Go through the material below line by line and count those containing "instance". Write the count and nothing more.
*** DATA TO PROCESS Section Begins ***
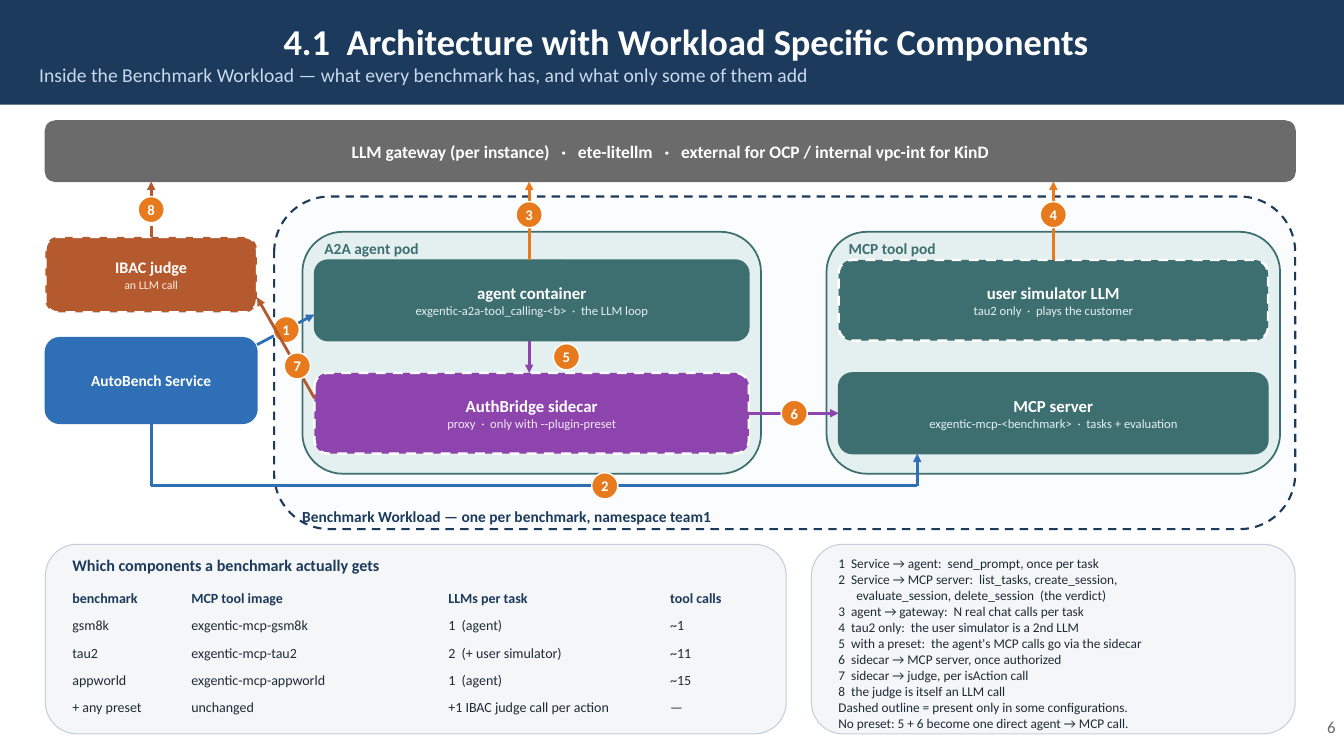
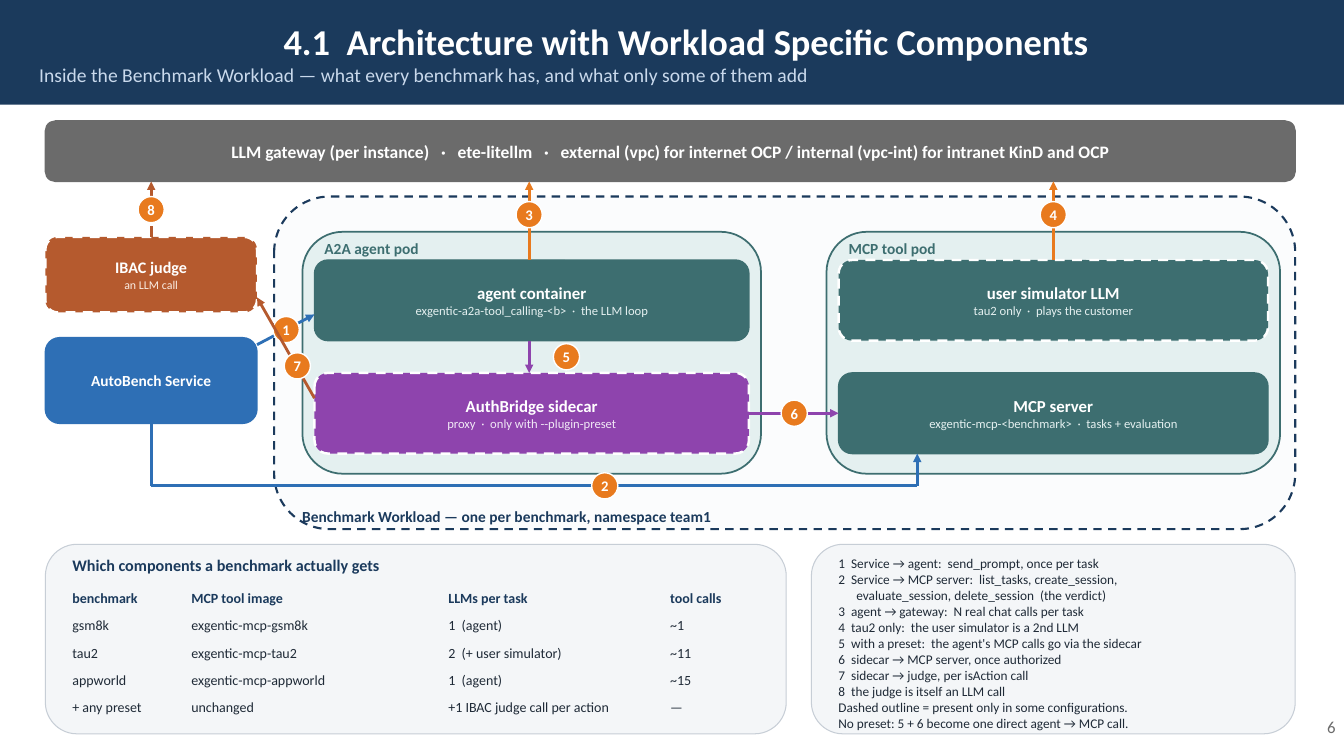
Before and after one commit to rossoctl/autobench, a slide deck: slide 6 of docs/AutoBench.pptx. Drawn at 1344x756 pixels with LibreOffice and Linux fonts; fonts in the diff are those of the drawing. Boxes give left, top, right and bottom in pixels: in the first picture for what was removed or moved away, otherwise in the second. Text is boxed around its words. In the diff, an @@ line names an element or a change of style, - is before the commit and + after.

```diff
--- a/docs/AutoBench.pptx
+++ b/docs/AutoBench.pptx
@@ text in rounded rectangle at (x1=231, y1=145, x2=1108, y2=161): text changed @@
-LLM gateway (per instance) · ete-litellm · external for OCP / internal vpc-int for KinD
+LLM gateway (per instance) · ete-litellm · external (vpc) for internet OCP / internal (vpc-int) for intranet KinD and OCP
```
Also in this commit, not shown: 1 other slide changed, 3 other files.
*** DATA TO PROCESS Section Ends ***
* _RESULT FOR THIS EXERCISE_:
2